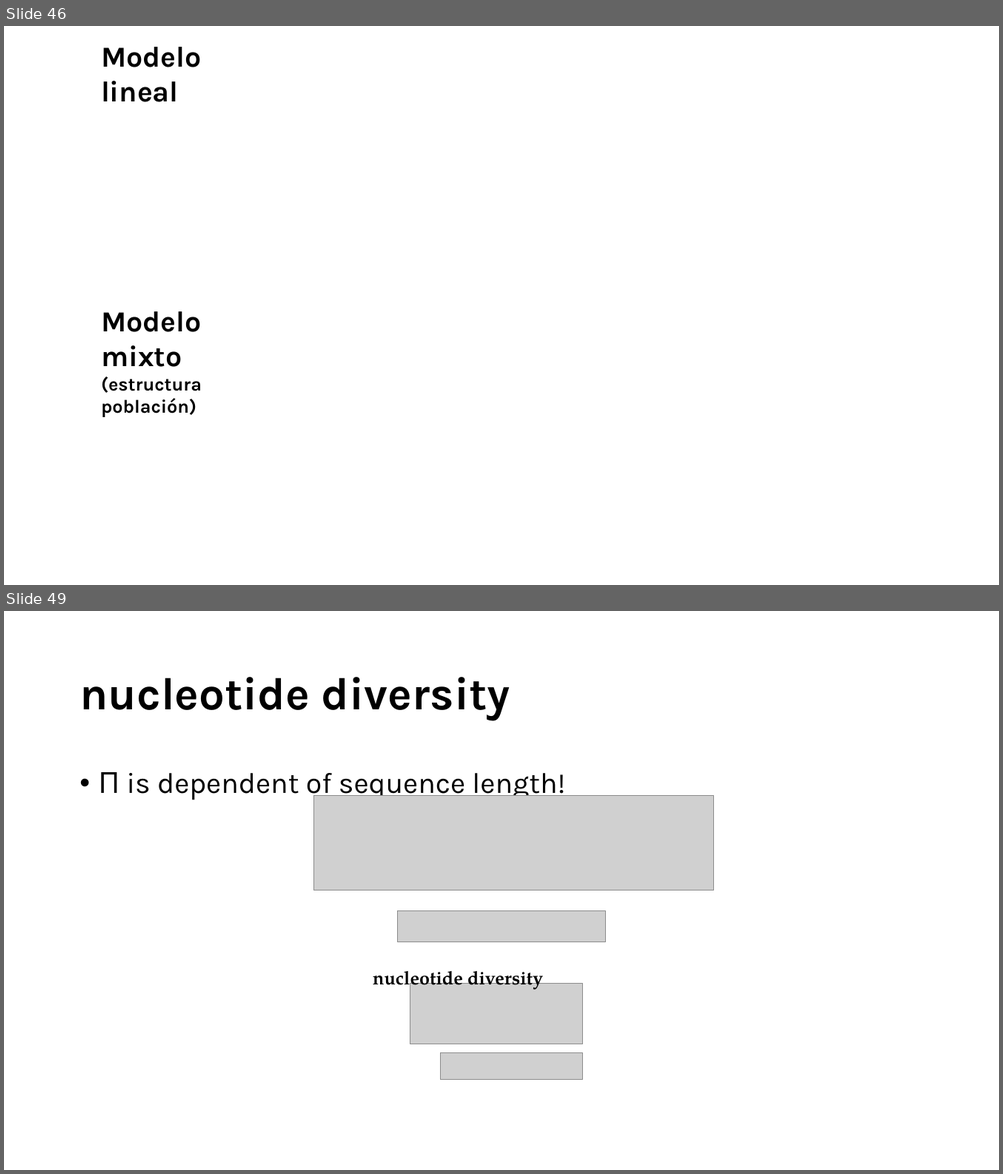
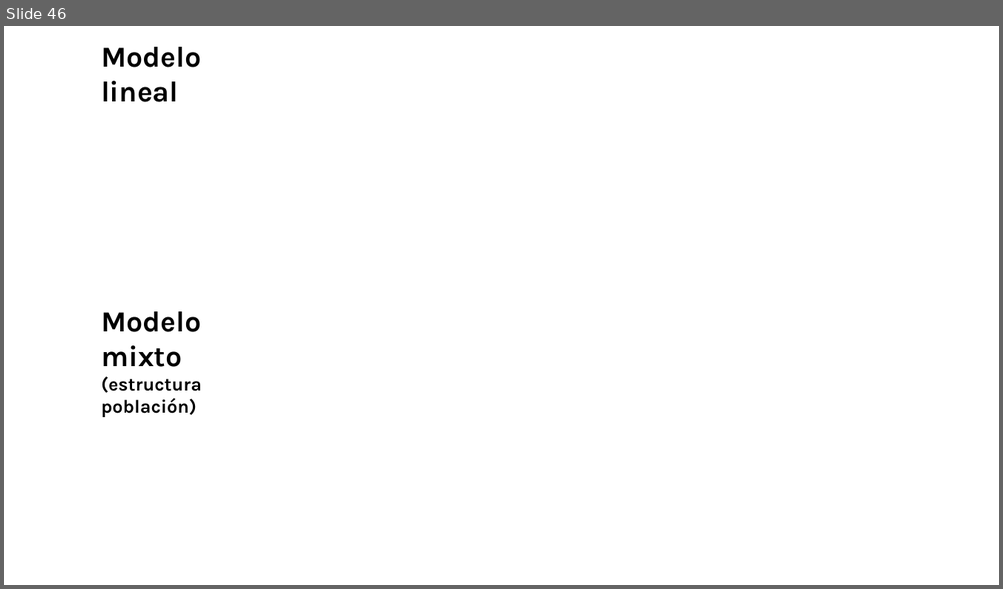
Before and after one commit to ccsosa/Evolutionary_genetics, a slide deck: Semana8/Molecular basis of evolution.pptx. Shown one above the other, each under a label of ours: slides 46 and 49 before the commit, slide 46 after it; the slides between them are not shown. The pictures are 1003x1174 and 1003x589 pixels, drawn with LibreOffice and Linux fonts; fonts in the diff are those of the drawing; grey boxes stand for pictures; background and template pictures are left out. Boxes give left, top, right and bottom in pixels: in the first picture for what was removed or moved away, otherwise in the second. Text is boxed around its words. In the diff, an @@ line names an element or a change of style, - is before the commit and + after.

```diff
--- a/Semana8/Molecular basis of evolution.pptx
+++ b/Semana8/Molecular basis of evolution.pptx
@@ slide 49 removed at <box>4,611,999,1170</box>, background #FFFFFF @@
@@ title removed at <box>79,677,510,721</box> @@
-nucleotide diversity
@@ text removed at <box>99,772,565,800</box> @@
-• Π is dependent of sequence length!
@@ picture removed at <box>314,796,714,891</box> @@
@@ picture removed at <box>398,911,606,943</box> @@
@@ text removed at <box>373,971,543,992</box> @@
-nucleotide diversity
@@ picture removed at <box>410,984,582,1045</box> @@
@@ picture removed at <box>441,1054,583,1079</box> @@
```
Also in this commit, not shown: 3 other slides removed, 1 other file.

__WHAT YOU ARE ASKED TO DO__. Look through the entries and return every line where "basis" appears.

__RESULT__.
Before and after one commit to ccsosa/Evolutionary_genetics, a slide deck: Semana8/Molecular basis of evolution.pptx. Shown one above the other, each under a label of ours: slides 46 and 49 before the commit, slide 46 after it; the slides between them are not shown. The pictures are 1003x1174 and 1003x589 pixels, drawn with LibreOffice and Linux fonts; fonts in the diff are those of the drawing; grey boxes stand for pictures; background and template pictures are left out. Boxes give left, top, right and bottom in pixels: in the first picture for what was removed or moved away, otherwise in the second. Text is boxed around its words. In the diff, an @@ line names an element or a change of style, - is before the commit and + after.
--- a/Semana8/Molecular basis of evolution.pptx
+++ b/Semana8/Molecular basis of evolution.pptx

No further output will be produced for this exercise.